Hope that above helps in clarifying this.

[1] https://www.iso.org/standard/71691.html
Comment 7 M. A. Sridhar 2019-01-21 16:56:45 UTC
Sorry for being dense here. I did in fact look at the link you mentioned (108849) but did not get any sense that it applied to this situation, because I honestly don't know the innards of these things. And second question for you: based on this quote:
> According to ISO/IEC 29500-1:2016(E) 17.6.17 sectPr (Document Final
> Section Properties), the final <w:sectPr> must be the last child element
> of the body element. Also, this is enforced in schema for CT_Body complex
> type (Annex A. (normative) Schemas – W3C XML Schema, A.1 WordprocessingML,
> page 3866), where sectPr is a part of <xsd:sequence>, and thus *must* stay
> at specific place in sequence, namely being the last element, and be at
> most one instance.
The document I submitted does in fact have the final sectPr as the last child of the body. So perhaps the violation is that it has multiple sectPr elements? If so, as I said earlier, removing the multiple sectPr elements will cause Word to fail to open it (which could well be one of the Word bugs you speak of, I don't know). Please suggest how to proceed. Thanks so much for all the help!
Comment 8 Mike Kaganski 2019-01-21 18:27:15 UTC
(In reply to M. A. Sridhar from comment #7)

Please download the standard, and compare the two subsequent sections:
> 17.6.17 sectPr (Document Final Section Properties)
> 17.6.18 sectPr (Section Properties)
Essentially, they have defined two different kinds of sectPr: one in the end of document, at the same level with paragraphs; and optional sectPr as a (sub)child of paragraphs! There is the proper place where non-final sectPr may only be properly placed.

Word's bug is that it accepts those invalid top-level non-final sectPrs. If it rejected them as invalid, or at least ignored completely, there would be no incentive in third-party developers doing those kind of mistakes.
Comment 9 Mike Kaganski 2019-01-21 18:45:15 UTC
And please, save your file with Word! You will see the proper structure if you do. Not only creating something that opens "correctly", but also saving the result and inspecting the code written by reference application is important.
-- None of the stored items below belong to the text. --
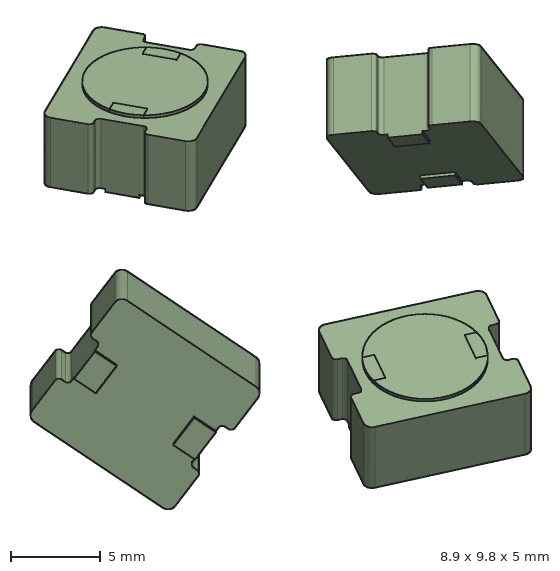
import cadquery as cq

width = 8.9
length = 9.8
overall_height = 5.0
corner_radius = 0.5

notch_width = 3.0
notch_depth = 0.75
notch_radius = 0.25

pad_width = 2.0
pad_length = 1.5
pad_height = 0.2

cap_diameter = 7.0
cap_height = 0.2

body_height = overall_height - pad_height - cap_height
notch_floor_y = length / 2 - notch_depth
pad_center_y = notch_floor_y - pad_length / 2


def make_block():
    """Rectangular block with rounded corners and two rounded end notches."""
    block = (
        cq.Workplane("XY")
        .rect(width, length)
        .extrude(body_height)
        .edges("|Z")
        .fillet(corner_radius)
    )
    notches = (
        cq.Workplane("XY")
        .pushPoints([(0, length / 2), (0, -length / 2)])
        .rect(notch_width, 2 * notch_depth)
        .extrude(body_height)
    )
    reach = notch_width / 2 + notch_radius
    notch_edges = cq.selectors.BoxSelector(
        (-reach, -length, 0), (reach, length, body_height)
    )
    return block.cut(notches).edges("|Z").edges(notch_edges).fillet(notch_radius)


def make_pads(bottom_z, height):
    """Pair of rectangular pads, one next to each notch."""
    return (
        cq.Workplane("XY", origin=(0, 0, bottom_z))
        .pushPoints([(0, pad_center_y), (0, -pad_center_y)])
        .rect(pad_width, pad_length)
        .extrude(height)
    )


def make_disc():
    """Full round disc resting on the housing top."""
    return (
        cq.Workplane("XY", origin=(0, 0, body_height))
        .circle(cap_diameter / 2)
        .extrude(cap_height)
    )


def make_housing():
    """Block with pads below and tabs above, the tabs trimmed to the cap's rim."""
    tabs = make_pads(body_height, cap_height).intersect(make_disc())
    return make_block().union(make_pads(-pad_height, pad_height)).union(tabs)


def make_cap():
    """Disc with two rim recesses that fit around the housing tabs."""
    return make_disc().cut(make_pads(body_height, cap_height))


housing = make_housing()
cap = make_cap()

result = cq.Compound.makeCompound([housing.val(), cap.val()])
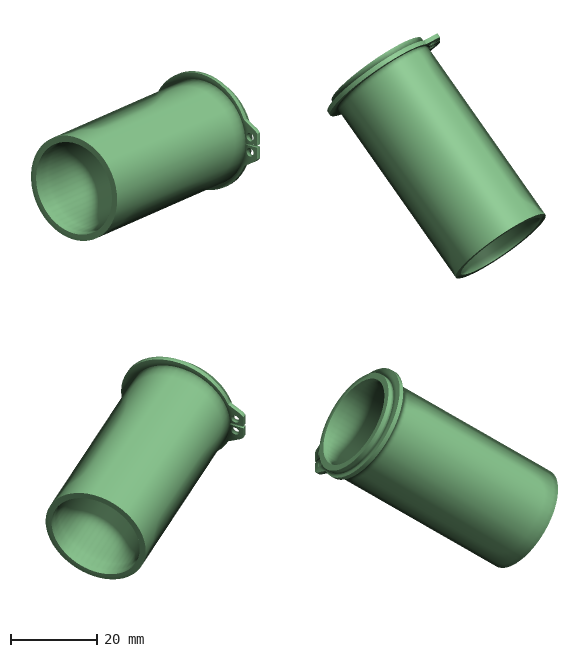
import cadquery as cq
import math

tube_length = 50.8
tube_radius = 12.7
bore_radius = 11.2

ring_diameter = 28.4
ring_radius = ring_diameter / 2
ring_far_x = -14.95
ring_centre_x = ring_far_x + ring_radius
ring_thickness = 1.05
ring_end_offset = 1.5

lug_end_x = 16.1
lug_hole_x = 14.0
lug_hole_z = 1.9
lug_hole_radius = 1.0
lug_tip_radius = 2.45
lug_slope = math.radians(30)
lug_root_radius = 1.5
lug_gap = 0.5

tube_end_y = tube_length / 2
ring_back_y = tube_end_y - ring_end_offset


def plane_at(y):
    """XZ plane at position y along the tube, extruding toward -Y."""
    return cq.Workplane("XZ", origin=(0, y, 0))


def make_tube():
    return plane_at(tube_end_y).circle(tube_radius).circle(bore_radius).extrude(tube_length)


def lug_outline():
    """Upper lug: root fillet off the ring, sloped flank, rounded tip and flat end."""
    normal_x = math.sin(lug_slope)
    normal_z = math.cos(lug_slope)

    flank_end = (lug_hole_x + lug_tip_radius * normal_x, lug_hole_z + lug_tip_radius * normal_z)
    tip_end_angle = math.acos((lug_end_x - lug_hole_x) / lug_tip_radius)
    tip_mid_angle = (math.pi / 2 - lug_slope + tip_end_angle) / 2
    tip_mid = (
        lug_hole_x + lug_tip_radius * math.cos(tip_mid_angle),
        lug_hole_z + lug_tip_radius * math.sin(tip_mid_angle),
    )
    tip_end = (lug_end_x, lug_hole_z + lug_tip_radius * math.sin(tip_end_angle))

    centre_reach = ring_radius + lug_root_radius
    flank_offset = (
        (lug_hole_x - ring_centre_x) * normal_x
        + lug_hole_z * normal_z
        + lug_tip_radius
        + lug_root_radius
    )
    root_angle = math.pi / 2 - lug_slope + math.acos(flank_offset / centre_reach)
    root_x = ring_centre_x + centre_reach * math.cos(root_angle)
    root_z = centre_reach * math.sin(root_angle)

    root_start = (
        ring_centre_x + ring_radius * math.cos(root_angle),
        ring_radius * math.sin(root_angle),
    )
    root_end = (root_x - lug_root_radius * normal_x, root_z - lug_root_radius * normal_z)
    root_mid_angle = math.pi + (root_angle + math.pi / 2 - lug_slope) / 2
    root_mid = (
        root_x + lug_root_radius * math.cos(root_mid_angle),
        root_z + lug_root_radius * math.sin(root_mid_angle),
    )

    return (
        plane_at(ring_back_y)
        .moveTo(ring_centre_x, 0)
        .lineTo(*root_start)
        .threePointArc(root_mid, root_end)
        .lineTo(*flank_end)
        .threePointArc(tip_mid, tip_end)
        .lineTo(lug_end_x, 0)
        .close()
    )


def make_ring():
    disc = plane_at(ring_back_y).center(ring_centre_x, 0).circle(ring_radius).extrude(ring_thickness)
    lug = lug_outline().extrude(ring_thickness)
    body = disc.union(lug).union(lug.mirror("XY"))

    bore = plane_at(ring_back_y).circle(tube_radius).extrude(ring_thickness)
    gap = plane_at(ring_back_y).center(lug_end_x / 2, 0).rect(lug_end_x, lug_gap).extrude(ring_thickness)
    hole_places = [(lug_hole_x, lug_hole_z), (lug_hole_x, -lug_hole_z)]
    holes = plane_at(ring_back_y).pushPoints(hole_places).circle(lug_hole_radius).extrude(ring_thickness)
    return body.cut(bore).cut(gap).cut(holes)


tube = make_tube()
retaining_ring = make_ring()

result = cq.Compound.makeCompound([tube.val(), *retaining_ring.solids().vals()])

In your case, you don't need multiple sectPrs at all - all you seem to need is page breaks, which are created using <w:p><w:r><w:br w:type="page"/></w:r></w:p>.
Comment 10 M. A. Sridhar 2019-01-21 19:01:54 UTC
Thank you for all your help, Mike. I will try out the steps you indicated.

By the way, for what it's worth, I have tried saving similar test files in Word to understand what causes it to fail to open. But Word seems to add a lot of unrelated cruft into the XML, so it's really hard to compare the before-and-after versions to determine what exactly causes a given issue.

Thanks again! I will keep you posted.
Comment 11 M. A. Sridhar 2019-01-21 20:48:56 UTC
Mike, I've changed our code so that it inserts the sectPr as a child of a pPr element of the paragraph that contains the page break element. That seems to work fine in our tests so far, both in Word and in LibreOffice 6.1. We will be doing some more testing over the next week or two, and if anything else comes up, I will let you know.

Thank you again for your help!
Comment 12 Timur 2019-09-11 10:48:11 UTC
Is there a reason to keep this bug open? 
(In reply to Mike Kaganski from comment #3)
> I will check if I can hack the hack from tdf#108849 to not break
> applications that generate hacked OOXMLs, but cannot promise it would be a
> high priority task.
Because of this?
Comment 13 Justin L 2021-03-19 11:54:08 UTC
Code-generated, out-of-spec example document == NOTOURBUG.